Fosse’s semi-autobiographical film centers on director and choreographer Joe Gideon, who much like Riggan Thompson and Andrew Neiman, disregards his personal health and sabotages relationships with those around him for the sake of his art. Even after suffering a heart attack and being told by doctors he could die if he goes back to rehearsal, Gideon responds with the same stubborn doggedness, “You’ve got to be kidding. I’ve got a show to put on.” In Variety’s review of that film, the critic declares that “the film’s major flaw lies in its lack of real explanation of what, beyond ego, really motivates Gideon.” But what if, for artists, ego is enough of a motivation? What if ego is actually the primary reason for creating art? By its very nature, the act of creating something and presenting it to the world in a public forum presumes that someone else besides the creator will find value in it. That itself is a narcissistic idea. And indeed, in his Golden Globes acceptance speech for Best Screenplay for Birdman, Alejandro González Iñárritu answers his own question (posed in haunting Birdman voice) of “How did we end up here?” with the admission, “Everything was about the ego.” So, is that a problem? The danger in this emerges when artists become so consumed by this self-centered conviction that it damages the other aspects of their lives, as with Andrew or Riggan or Joe Gideon. At the end of All That Jazz, Gideon’s life is summed up by fictional TV personality O’Connor Flood:

This cat allowed himself to be adored, but not loved. And his success in show business was matched by failure in his personal relationship bag — now that’s where he really bombed. And he came to believe that show business, work, love, his whole life, even himself and all that jazz, was bullshit.

Is this the way that it has to be for artists whose “delusional ambition” for relevance leads them on a perpetual “journey of validation” like Iñárritu describes? Damien Chazelle too talks about how as an artist “you’re frightened to disappoint people,” and even when you create something that people like, “it’s easy to take that for granted or, on the other hand, get addicted to it.” Like their characters, these directors are also artists seeking greatness, likely making sacrifices in the pursuit of that goal. But is it possible for artists to choose that path and avoid this common self-destructive pattern? Although Charlie “Bird” Parker is quoted as saying “there’s no boundary line to art,” should there be boundaries to the lengths that artists will go to create it? While many artists, like the protagonists of these films, appear to believe that such sacrifices are an obligation or a necessity, perhaps they don’t see them as that. In Birdman, Riggan’s ex-wife accuses him of the same thing that O’Connor Flood decries about Joe Gideon, when she tells him, “That’s what you always do. You confuse love for admiration.” But perhaps for artists, these can be equivalent in value. In constantly seeking validation and recognition throughout life, this sort of affirmation can become just as important to an artist as the things that others may perceive they are sacrificing. Birdman begins with a Raymond Carver poem titled “Late Fragment,” which appears as text right before the title card. It is the final poem in Carver’s final published work, A New Path to the Waterfall, which was written while he was dying of cancer.

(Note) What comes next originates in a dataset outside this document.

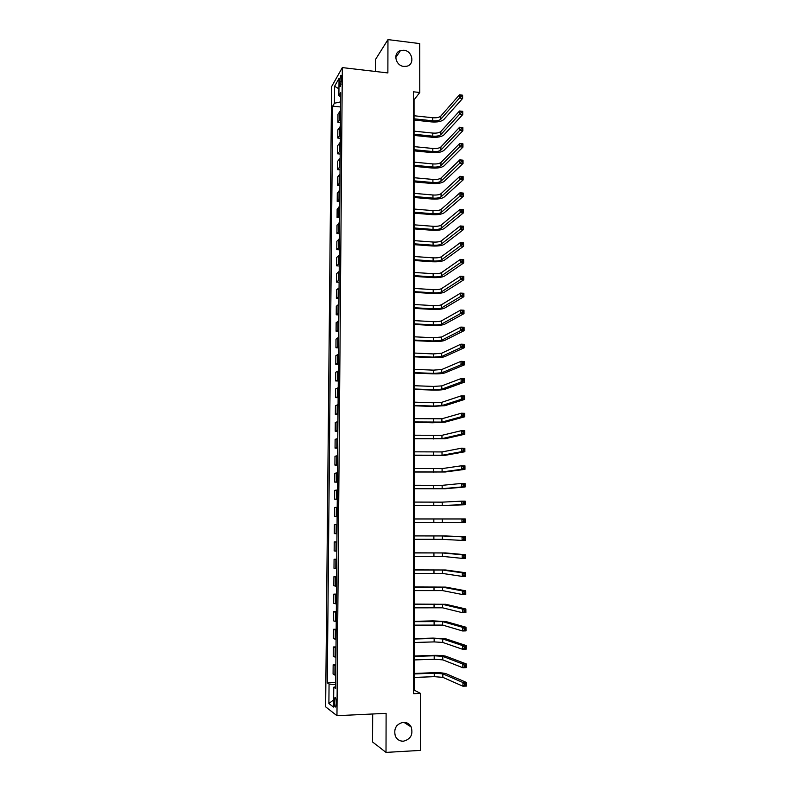 <?xml version="1.0" encoding="UTF-8"?>
<svg xmlns="http://www.w3.org/2000/svg" width="792" height="792" viewBox="0 0 792 792"><rect width="100%" height="100%" fill="white"/><g stroke="black" fill="none" stroke-linecap="round" stroke-linejoin="round"><path stroke-width="1.19" d="M396.94 725.561L395.317 728.224M403.366 722.264C406.86 722.235 409.464 723.809 411.177 726.987C413.295 734.56 410.682 739.302 403.346 741.213C399.732 741.253 397.079 739.599 395.386 736.253C393.476 728.719 396.139 724.056 403.366 722.264M403.9 50.242C412.513 50.896 415.058 64.4 406.89 66.221L403.88 66.429C395.475 65.835 392.654 52.767 400.455 50.579L403.9 50.242M336.263 703.118C336.125 699.009 335.65 697.247 334.818 697.831L334.244 701.643C334.363 705.741 334.848 707.503 335.689 706.929L336.263 703.118M372.685 713.988L372.567 741.965L386.011 752.4L420.522 750.4L420.453 693.386L414.305 690.188L414.048 99.861L419.77 92.506L419.72 43.59L387.961 39.6L375.477 59.539L375.428 71.468M331.581 86.655L325.641 706.84L336.956 715.691L342.332 67.597L331.581 86.655M419.77 92.506L413.424 91.793L413.652 693.683L420.453 693.386M339.61 81.101L339.59 83.912C339.61 86.09 339.887 86.922 340.402 86.417L341.471 77.873C341.441 75.705 341.174 74.874 340.659 75.379L339.61 81.101L341.431 81.309M340.629 101.871L334.422 103.237L332.699 106.128L327.274 682.813L335.719 682.476M334.422 103.237L334.57 86.279L339.045 78.428L338.897 95.684L340.669 96.812M335.679 686.733L333.769 687.208L335.669 688.486L340.708 92.634L338.897 95.684M333.769 687.208L333.59 707.107L328.888 703.543L329.066 684.021L327.274 682.813M386.011 752.4L386.11 713.344L336.956 715.691M342.332 67.597L387.872 72.933L387.961 39.6M413.424 99.802L414.048 99.861M413.642 690.218L414.305 690.188M332.699 106.128L340.59 106.969M340.55 110.692L337.976 114.206L337.907 122.344L340.451 122.602M335.778 675.437L333.076 674.012L333.155 664.755L335.867 664.656M335.927 657.469L333.224 656.221L333.303 646.995L336.016 646.906M336.075 639.58L333.382 638.491L333.462 629.303L336.164 629.234M336.234 621.76L333.541 620.839L333.62 611.681L336.313 611.632M336.382 604.019L333.689 603.257L333.769 594.139L336.461 594.089M336.531 586.337L333.848 585.743L333.927 576.665L336.61 576.625M336.679 568.735L333.996 568.3L334.075 559.261L336.758 559.231M336.828 551.202L334.155 550.925L334.234 541.916L336.907 541.906M336.976 533.749L334.303 533.62L334.382 524.651L337.055 524.651M337.125 516.354L334.452 516.384L337.125 516.394M334.452 516.384L334.531 507.454L337.194 507.335M337.263 499.029L334.6 499.217L337.263 499.237M334.6 499.217L334.679 490.317L337.342 490.05M337.412 481.774L334.749 482.12L337.412 482.15M334.749 482.12L334.828 473.26L337.491 472.834M337.56 464.587L334.907 465.092L337.55 465.132M334.907 465.092L334.976 456.261L337.63 455.687M337.709 447.48L335.056 448.123L337.699 448.173M335.056 448.123L335.125 439.332L337.778 438.6M337.847 430.422L335.204 431.224L337.837 431.293M335.204 431.224L335.273 422.463L337.927 421.591M337.996 413.444L335.343 414.394L337.986 414.473M335.343 414.394L335.422 405.672L338.065 404.643M338.135 396.535L335.491 397.633L338.125 397.713M335.491 397.633L335.57 388.941L338.214 387.763M338.273 379.685L335.64 380.932L338.263 381.031M335.64 380.932L335.719 372.27L338.352 370.953M338.422 362.904L335.788 364.29L338.412 364.399M335.788 364.29L335.858 355.667L338.491 354.202M338.56 346.193L335.937 347.728L338.55 347.846M335.937 347.728L336.006 339.134L338.63 337.521M338.699 329.541L336.075 331.214L338.689 331.353M336.075 331.214L336.154 322.661L338.778 320.908M338.837 312.959L336.224 314.78L338.827 314.919M336.224 314.78L336.293 306.257L338.917 304.356M338.986 296.436L336.362 298.396L338.966 298.554M336.362 298.396L336.442 289.912L339.055 287.872M339.125 279.982L336.511 282.081L339.105 282.249M336.511 282.081L336.58 273.626L339.194 271.458M339.263 263.597L336.649 265.835L339.243 266.003M336.649 265.835L336.729 257.41L339.332 255.093M339.402 247.262L336.788 249.648L339.372 249.826M336.788 249.648L336.867 241.253L339.471 238.798M339.54 231.007L336.937 233.521L339.511 233.709M336.937 233.521L337.006 225.156L339.61 222.572M339.669 214.8L337.075 217.453L339.649 217.651M337.075 217.453L337.144 209.128L339.748 206.405M339.808 198.663L337.214 201.445L339.788 201.663M337.214 201.445L337.283 193.149L339.877 190.298M339.946 182.586L337.352 185.506L339.917 185.734M337.352 185.506L337.432 177.24L340.015 174.25M340.085 166.577L337.491 169.627L340.055 169.854M337.491 169.627L337.57 161.39L340.154 158.271M340.213 150.619L337.63 153.806L340.184 154.044M337.63 153.806L337.709 145.599L340.283 142.352M340.352 134.729L337.768 138.046L340.322 138.293M337.768 138.046L337.837 129.868L340.421 126.492M340.481 118.899L337.907 122.344M337.055 524.69L334.382 524.651M336.907 542.114L334.234 541.916M336.758 559.617L334.075 559.261M336.61 577.18L333.927 576.665M336.461 594.822L333.769 594.139M336.303 612.523L333.62 611.681M336.154 630.303L333.462 629.303M336.006 648.163L333.303 646.995M335.858 666.082L333.155 664.755M329.066 684.021L335.699 684.615M338.956 88.803L334.57 86.279M328.888 703.543L333.66 699.92M414.058 118.83L432.749 120.81C436.541 121.067 439.223 120.532 440.798 119.206L459.449 98.05L459.429 94.822L462.617 95.189L462.637 98.416L443.837 119.523C441.471 121.513 437.451 122.305 431.779 121.928L414.058 120.047M414.058 115.751L432.739 117.741C436.531 117.998 439.213 117.464 440.778 116.127L459.429 94.822L460.974 95.248L460.974 96.545L462.251 96.683L462.241 95.396L460.974 95.248M462.251 96.683L462.637 98.416L459.449 98.05L460.974 96.545M414.067 134.244L432.788 136.155C436.59 136.402 439.273 135.887 440.847 134.61L459.548 114.236L459.528 110.989L462.716 111.345L462.736 114.583L443.896 134.917C441.52 136.828 437.501 137.6 431.818 137.234L414.067 135.422M414.058 131.155L432.778 133.076C436.58 133.333 439.263 132.809 440.837 131.522L459.528 110.989L461.073 111.434L461.073 112.731L462.36 112.87L462.35 111.573L461.073 111.434M462.36 112.87L462.736 114.583L459.548 114.236L461.073 112.731M414.067 149.718L432.828 151.559C436.639 151.797 439.332 151.302 440.906 150.074L459.647 130.472L459.627 127.225L462.825 127.561L462.845 130.809L443.956 150.371C441.58 152.213 437.55 152.945 431.858 152.589L414.067 150.856M414.067 146.619L432.818 148.47C436.63 148.708 439.322 148.213 440.897 146.975L459.627 127.225L461.172 127.69L461.172 128.997L462.459 129.126L462.449 127.829L461.172 127.69M462.459 129.126L462.845 130.809L459.647 130.472L461.172 128.997M414.077 165.251L432.868 167.023C436.689 167.251 439.382 166.775 440.966 165.597L459.736 146.777L459.716 143.51L462.924 143.837L462.944 147.104L444.025 165.884C441.639 167.647 437.6 168.359 431.897 168.013L414.077 166.34M414.077 162.142L432.868 163.924C436.679 164.152 439.372 163.677 440.956 162.489L459.716 143.51L461.271 144.005L461.281 145.312L462.558 145.441L462.548 144.134L461.271 144.005M462.558 145.441L462.944 147.104L459.736 146.777L461.281 145.312M414.087 180.843L432.917 182.536C436.738 182.754 439.441 182.299 441.025 181.17L459.835 163.152L459.815 159.875L463.023 160.182L463.053 163.459L444.084 181.447C441.698 183.14 437.649 183.823 431.937 183.487L414.087 181.893M414.077 177.725L432.907 179.428C436.729 179.655 439.431 179.19 441.015 178.052L459.815 159.875L461.37 160.39L461.38 161.707L462.667 161.825L462.657 160.509L461.37 160.39M462.667 161.825L463.053 163.459L459.835 163.152L461.38 161.707M414.087 196.495L432.957 198.119C436.788 198.327 439.491 197.891 441.075 196.812L459.934 179.586L459.914 176.299L463.132 176.596L463.152 179.883L444.144 197.079C441.758 198.693 437.699 199.337 431.977 199.02L414.087 197.495M414.087 193.357L432.947 194.99C436.778 195.208 439.481 194.773 441.065 193.674L459.914 176.299L461.469 176.834L461.479 178.15L462.766 178.269L462.756 176.953L461.469 176.834M462.766 178.269L463.152 179.883L459.934 179.586L461.479 178.15M414.097 212.207L432.996 213.751C436.837 213.949 439.55 213.533 441.134 212.504L460.033 196.089L460.013 192.783L463.231 193.07L463.261 196.367L444.213 212.761C441.817 214.295 437.748 214.919 432.016 214.622L414.097 213.157M414.097 209.058L432.986 210.623C436.828 210.82 439.54 210.405 441.124 209.365L460.013 192.783L461.568 193.347L461.578 194.674L462.875 194.782L462.865 193.466L461.568 193.347M462.875 194.782L463.261 196.367L460.033 196.089L461.578 194.674M414.107 227.977L433.046 229.442C436.887 229.64 439.6 229.244 441.193 228.264L460.132 212.652L460.112 209.335L463.34 209.603L463.36 212.919L444.272 228.502C441.877 229.967 437.808 230.551 432.056 230.264L414.107 228.878M414.107 224.819L433.036 226.304C436.877 226.492 439.59 226.096 441.184 225.106L460.112 209.335L461.677 209.93L461.687 211.256L462.974 211.365L462.964 210.038L461.677 209.93M462.974 211.365L463.36 212.919L460.132 212.652L461.687 211.256M414.107 243.797L433.085 245.193C436.937 245.381 439.659 245.005 441.253 244.085L460.231 229.284L460.211 225.958L463.449 226.215L463.468 229.541L444.342 244.312C441.936 245.698 437.857 246.253 432.105 245.975L414.107 244.659M414.107 240.629L433.075 242.045C436.927 242.223 439.649 241.847 441.243 240.916L460.211 225.958L461.776 226.571L461.785 227.908L463.082 228.007L463.072 226.67L461.776 226.571M463.082 228.007L463.468 229.541L460.231 229.284L461.785 227.908M414.117 259.687L433.125 261.013C436.986 261.182 439.708 260.835 441.312 259.954L460.33 245.985L460.31 242.639L463.548 242.887L463.577 246.223L444.401 260.172C441.995 261.479 437.907 262.003 432.145 261.746L414.117 260.499M414.117 256.509L433.115 257.845C436.976 258.014 439.699 257.657 441.302 256.776L460.31 242.639L461.875 243.283L461.885 244.619L463.181 244.718L463.181 243.382L461.875 243.283M463.181 244.718L463.577 246.223L460.33 245.985L461.885 244.619M463.181 243.382L463.548 242.887M414.127 275.636L433.175 276.883C437.036 277.042 439.768 276.715 441.372 275.893L460.429 262.746L460.409 259.39L463.657 259.618L463.676 262.974L444.47 276.091C442.055 277.329 437.956 277.824 432.185 277.576L414.127 276.398M414.127 272.448L433.165 273.705C437.026 273.864 439.758 273.537 441.362 272.695L460.409 259.39L461.983 260.063L461.993 261.4L463.29 261.499L463.28 260.152L461.983 260.063M463.29 261.499L463.676 262.974L460.429 262.746L461.993 261.4M463.28 260.152L463.657 259.618M414.137 291.644L433.214 292.812C437.085 292.971 439.827 292.664 441.431 291.892L460.528 279.586L460.508 276.21L463.765 276.428L463.785 279.794L444.53 292.08C442.114 293.228 438.006 293.693 432.224 293.466L414.137 292.367M414.127 288.446L433.204 289.625C437.075 289.783 439.808 289.466 441.421 288.684L460.508 276.21L462.082 276.903L462.092 278.249L463.399 278.338L463.389 276.992L462.082 276.903M463.399 278.338L463.785 279.794L460.528 279.586L462.092 278.249M463.389 276.992L463.765 276.428M414.137 307.722L433.254 308.811C437.135 308.949 439.877 308.662 441.49 307.949L460.627 296.485L460.607 293.099L463.874 293.297L463.894 296.683L444.599 308.128C442.174 309.197 438.065 309.623 432.264 309.415L414.137 308.385M414.137 304.504L433.244 305.603C437.125 305.752 439.867 305.455 441.481 304.732L460.607 293.099L462.191 293.812L462.201 295.168L463.498 295.248L463.498 293.891L462.191 293.812M463.498 295.248L463.894 296.683L460.627 296.485L462.201 295.168M463.498 293.891L463.874 293.297M414.147 323.849L433.303 324.859C437.184 324.997 439.936 324.73 441.55 324.067L460.736 313.454L460.716 310.048L463.983 310.236L464.003 313.632L444.658 324.235C442.233 325.225 438.115 325.621 432.303 325.423L414.147 324.463M414.147 320.621L433.293 321.651C437.174 321.78 439.926 321.512 441.54 320.839L460.716 310.048L462.29 310.791L462.3 312.157L463.607 312.226L463.597 310.87L462.29 310.791M463.607 312.226L464.003 313.632L460.736 313.454L462.3 312.157M463.597 310.87L463.983 310.236M414.157 340.045L433.343 340.976L441.609 340.243L460.835 330.482L460.815 327.076L464.082 327.245L464.112 330.66L444.728 340.402C442.292 341.312 438.164 341.679 432.353 341.491L414.157 340.61M414.157 336.798L433.333 337.748L441.599 337.006L460.815 327.076L462.399 327.848L462.409 329.215L463.716 329.284L463.706 327.908L462.399 327.848M463.716 329.284L464.112 330.66L460.835 330.482L462.409 329.215M463.706 327.908L464.082 327.245M414.157 356.301L433.382 357.152L441.669 356.489L460.934 347.589L460.914 344.164L464.191 344.322L464.221 347.747L444.797 356.628C442.352 357.459 438.224 357.796 432.392 357.628L414.157 356.816M414.157 353.044L433.382 353.915L441.659 353.232L460.914 344.164L462.498 344.965L462.508 346.332L463.825 346.401L463.815 345.025L462.498 344.965M463.825 346.401L464.221 347.747L460.934 347.589L462.508 346.332M463.815 345.025L464.191 344.322M414.167 372.616L433.432 373.388L441.728 372.794L461.043 364.765L461.013 361.33L464.3 361.469L464.33 364.904L444.857 372.923C442.411 373.666 438.273 373.973 432.432 373.814L414.167 373.082M414.167 369.349L433.422 370.141L441.718 369.527L461.013 361.33L462.607 362.152L462.617 363.528L463.934 363.587L463.924 362.201L462.607 362.152M463.934 363.587L464.33 364.904L461.043 364.765L462.617 363.528M463.924 362.201L464.3 361.469M414.176 389.001L433.471 389.694L441.788 389.159L461.142 382.011L461.122 378.556L464.409 378.685L464.439 382.14L444.926 389.268C442.481 389.941 438.322 390.208 432.472 390.07L414.176 389.417M414.176 385.714L433.462 386.427L441.778 385.882L461.122 378.556L462.716 379.408L462.726 380.794L464.043 380.843L464.033 379.457L462.716 379.408M464.043 380.843L464.439 382.14L461.142 382.011L462.726 380.794M464.033 379.457L464.409 378.685M414.186 405.445L433.521 406.058L441.847 405.593L461.241 399.326L461.221 395.852L464.518 395.97L464.548 399.435L444.995 405.692L432.521 406.385L414.186 405.811M414.186 402.148L433.511 402.781L441.837 402.296L461.221 395.852L462.825 396.733L462.825 398.119L464.152 398.168L464.142 396.782L462.825 396.733M464.152 398.168L464.548 399.435L461.241 399.326L462.825 398.119M464.142 396.782L464.518 395.97M414.186 421.948L441.906 422.087L461.35 416.711L461.33 413.226L464.637 413.325L464.656 416.8L445.064 422.166L432.561 422.76L414.186 422.265M414.186 418.641L441.896 418.78L461.33 413.226L462.924 414.127L462.934 415.523L464.26 415.562L464.251 414.167L462.924 414.127M464.26 415.562L464.656 416.8L461.35 416.711L462.934 415.523M464.251 414.167L464.637 413.325M414.196 438.52L441.966 438.639L461.449 434.165L461.429 430.67L464.746 430.749L464.765 434.244L445.124 438.718L414.196 438.778M414.196 435.204L441.956 435.323L461.429 430.67L463.033 431.6L463.043 432.996L464.369 433.036L464.36 431.63L463.033 431.6M464.369 433.036L464.765 434.244L461.449 434.165L463.043 432.996M464.36 431.63L464.746 430.749M414.206 455.162L442.035 455.261L461.558 451.688L461.538 448.183L464.855 448.252L464.874 451.757L445.193 455.321L414.206 455.37M414.206 451.826L442.015 451.935L461.538 448.183L463.142 449.143L463.152 450.549L464.478 450.569L464.468 449.163L463.142 449.143M464.478 450.569L464.874 451.757L461.558 451.688L463.152 450.549M464.468 449.163L464.855 448.252M414.216 471.854L442.094 471.953L461.657 469.29L461.637 465.765L464.963 465.815L464.983 469.339L445.262 471.992L414.216 472.012M414.216 468.517L442.084 468.607L461.637 465.765L463.251 466.745L463.261 468.161L464.587 468.181L464.587 466.775L463.251 466.745M464.587 468.181L464.983 469.339L461.657 469.29L463.261 468.161M464.587 466.775L464.963 465.815M414.216 488.624L442.154 488.704L461.766 486.961L461.746 483.417L465.072 483.457L465.102 486.991L445.332 488.733L414.216 488.723M414.216 485.268L442.144 485.347L461.746 483.417L463.36 484.437L463.37 485.852L464.706 485.862L464.696 484.447L463.36 484.437M464.706 485.862L465.102 486.991L461.766 486.961L463.37 485.852M464.696 484.447L465.072 483.457M414.226 505.454L442.213 505.514L461.875 504.702L461.855 501.148L465.191 501.168L465.211 504.722L445.401 505.534L414.226 505.504M414.226 502.078L442.203 502.148L461.855 501.148L463.468 502.187L463.478 503.613L464.815 503.623L464.805 502.197L463.468 502.187M464.815 503.623L465.211 504.722L461.875 504.702L463.478 503.613M464.805 502.197L465.191 501.168M414.236 518.968L465.3 518.958L465.33 522.522L461.974 522.522L461.954 518.948L463.577 520.017L463.587 521.453L464.924 521.453L464.914 520.027L463.577 520.017M414.236 522.354L461.974 522.522L463.587 521.453M465.33 522.522L464.924 521.453M464.914 520.027L465.3 518.958M414.246 539.312L442.342 539.342L462.082 540.411L462.063 536.827L465.419 536.818L445.52 535.946L414.246 535.867M414.246 535.917L442.332 535.946L462.063 536.827L463.686 537.926L463.696 539.362L465.043 539.362L465.033 537.926L463.686 537.926M465.033 537.926L465.419 536.818L465.439 540.401L462.082 540.411L463.696 539.362M465.439 540.401L465.043 539.362M414.246 556.34L442.401 556.36L462.191 558.37L462.172 554.776L465.528 554.746L445.589 552.935L414.246 552.826M414.246 552.935L442.391 552.955L462.172 554.776L463.795 555.905L463.805 557.35L465.151 557.33L465.142 555.895L463.795 555.905M465.142 555.895L465.528 554.746L465.548 558.35L462.191 558.37L463.805 557.35M465.548 558.35L465.151 557.33M414.256 573.438L442.471 573.438L462.3 576.408L462.28 572.794L465.647 572.755L445.658 569.983L414.256 569.854M414.256 570.012L442.451 570.022L462.28 572.794L463.914 573.952L463.914 575.408L465.27 575.388L465.26 573.943L463.914 573.952M465.26 573.943L465.647 572.755L465.666 576.368L462.3 576.408L463.914 575.408M465.666 576.368L465.27 575.388M414.265 590.604L442.53 590.594L462.409 594.525L462.389 590.901L465.755 590.842L445.728 587.11L414.265 586.951M414.265 587.159L442.52 587.159L462.389 590.901L464.023 592.089L464.033 593.535L465.379 593.515L465.369 592.06L464.023 592.089M465.369 592.06L465.755 590.842L465.785 594.465L462.409 594.525L464.033 593.535M465.785 594.465L465.379 593.515M414.275 607.83L442.589 607.811L462.518 612.711L462.498 609.068L465.874 608.998L445.797 604.296L414.275 604.108M414.275 604.385L442.579 604.355L462.498 609.068L464.132 610.286L464.142 611.751L465.498 611.721L465.488 610.256L464.132 610.286M465.488 610.256L465.874 608.998L465.894 612.642L462.518 612.711L464.142 611.751M465.894 612.642L465.498 611.721M414.285 625.136L442.659 625.086L462.627 630.976L462.597 627.323L465.993 627.234L445.866 621.552L433.075 620.878L414.275 621.344M414.275 621.671L442.639 621.631L462.597 627.323L464.241 628.571L464.251 630.036L465.607 629.996L465.597 628.531L464.241 628.571M465.597 628.531L465.993 627.234L466.013 630.887L462.627 630.976L464.251 630.036M466.013 630.887L465.607 629.996M414.285 642.5L434.155 641.906L442.718 642.441L462.736 649.321L462.716 645.648L466.102 645.539L445.936 638.877L433.115 638.095L414.285 638.639M414.285 639.025L434.145 638.441L442.708 638.966L462.716 645.648L464.36 646.925L464.369 648.401L465.726 648.351L465.716 646.886L464.36 646.925M465.716 646.886L466.102 645.539L466.132 649.212L462.736 649.321L464.369 648.401M466.132 649.212L465.726 648.351M414.295 659.934L434.204 659.251L442.787 659.865L462.845 667.735L462.825 664.052L466.221 663.924L446.005 656.261C443.48 655.548 439.194 655.251 433.165 655.37L414.295 656.004M414.295 656.439L434.194 655.776L442.768 656.37L462.825 664.052L464.468 665.359L464.478 666.834L465.844 666.785L465.835 665.31L464.468 665.359M465.835 665.31L466.221 663.924L466.24 667.616L462.845 667.735L464.478 666.834M466.24 667.616L465.844 666.785M414.305 677.447L434.254 676.665L442.847 677.358L462.954 686.228L462.934 682.526L466.339 682.387L446.074 673.725C443.54 672.913 439.253 672.576 433.204 672.725L414.305 673.438M414.305 673.933L434.244 673.18L442.837 673.853L462.934 682.526L464.587 683.872L464.597 685.347L465.963 685.298L465.953 683.813L464.587 683.872M465.953 683.813L466.339 682.387L466.359 686.09L462.954 686.228L464.597 685.347M466.359 686.09L465.963 685.298M339.659 119.562L339.728 111.365M339.53 135.363L339.6 127.136M339.392 151.232L339.461 142.976M339.253 167.161L339.322 158.865M339.115 183.15L339.194 174.824M338.986 199.198L339.055 190.842M338.847 215.315L338.917 206.93M338.709 231.482L338.778 223.067M338.57 247.728L338.639 239.273M338.432 264.023L338.501 255.539M338.283 280.388L338.362 271.874M338.144 296.812L338.224 288.268M338.006 313.305L338.075 304.722M337.867 329.868L337.937 321.245M337.719 346.48L337.798 337.837M337.58 363.172L337.649 354.489M337.432 379.922L337.511 371.2M337.293 396.743L337.362 387.991M337.144 413.632L337.224 404.841M337.006 430.581L337.075 421.76M336.857 447.599L336.927 438.738M336.709 464.686L336.788 455.796M336.56 481.843L336.64 472.913M336.412 499.069L336.491 490.1M336.263 516.354L336.343 507.355M336.115 533.719L336.194 524.68M335.966 551.153L336.046 542.074M335.818 568.656L335.897 559.548M335.669 586.228L335.749 577.081M335.521 603.87L335.6 594.683M335.363 621.581L335.442 612.364M335.214 639.372L335.293 630.115M335.065 657.231L335.145 647.935M334.907 675.16L334.986 665.824M341.134 84.091L339.59 83.912M432.739 117.741L432.749 120.81M440.778 116.127L440.798 119.206M432.778 133.076L432.788 136.155M440.837 131.522L440.847 134.61M432.818 148.47L432.828 151.559M440.897 146.975L440.906 150.074M432.868 163.924L432.868 167.023M440.956 162.489L440.966 165.597M432.907 179.428L432.917 182.536M441.015 178.052L441.025 181.17M432.947 194.99L432.957 198.119M441.065 193.674L441.075 196.812M432.986 210.623L432.996 213.751M441.124 209.365L441.134 212.504M433.036 226.304L433.046 229.442M441.184 225.106L441.193 228.264M433.075 242.045L433.085 245.193M441.243 240.916L441.253 244.085M433.115 257.845L433.125 261.013M441.302 256.776L441.312 259.954M433.165 273.705L433.175 276.883M441.362 272.695L441.372 275.893M433.204 289.625L433.214 292.812M441.421 288.684L441.431 291.892M433.244 305.603L433.254 308.811M441.481 304.732L441.49 307.949M433.293 321.651L433.303 324.859M441.54 320.839L441.55 324.067M433.333 337.748L433.343 340.976M441.599 337.006L441.609 340.243M433.382 353.915L433.382 357.152M441.659 353.232L441.669 356.489M433.422 370.141L433.432 373.388M441.718 369.527L441.728 372.794M433.462 386.427L433.471 389.694M441.778 385.882L441.788 389.159M433.511 402.781L433.521 406.058M441.837 402.296L441.847 405.593M433.551 419.196L433.561 422.483M441.896 418.78L441.906 422.087M433.6 435.669L433.61 438.966M441.956 435.323L441.966 438.639M433.64 452.202L433.65 455.519M442.015 451.935L442.035 455.261M433.689 468.815L433.699 472.141M442.084 468.607L442.094 471.953M433.739 485.476L433.739 488.822M442.144 485.347L442.154 488.704M433.778 502.207L433.788 505.563M442.203 502.148L442.213 505.514M433.828 519.008L433.838 522.373M442.263 519.017L442.282 522.393M433.868 535.877L433.877 539.253M442.332 535.946L442.342 539.342M433.917 552.796L433.927 556.192M442.391 552.955L442.401 556.36M433.966 569.794L433.976 573.2M442.451 570.022L442.471 573.438M434.006 586.862L434.016 590.278M442.52 587.159L442.53 590.594M434.056 603.989L434.065 607.424M442.579 604.355L442.589 607.811M434.105 621.185L434.115 624.631M442.639 621.631L442.659 625.086M434.145 638.441L434.155 641.906M442.708 638.966L442.718 642.441M434.194 655.776L434.204 659.251M442.768 656.37L442.787 659.865M434.244 673.18L434.254 676.665M442.837 673.853L442.847 677.358M411.177 726.987L403.752 722.245M335.452 697.802L334.818 697.831M341.184 75.438L340.659 75.379M400.455 50.579L395.733 57.648"/></g></svg>

“And did you get what you wanted from this life, even so?

I did.

And what did you want?

To call myself beloved, to feel myself beloved on the earth.”

The poem reads as if Carver is reflecting on the life that he has lived, evaluating whether or not he has achieved the admiration sought by the likes of Andrew Neiman or Riggan Thompson. The words “even so” imply the years of sacrifice or suffering to get there, but the concluding sentiment of the poem is ultimately positive. While the true measure of an artist’s greatness may not be known till years after death, artists can find satisfaction in the moments of appreciation experienced in life, just as we do in moments of pleasure, like watching a film or listening to some jazz.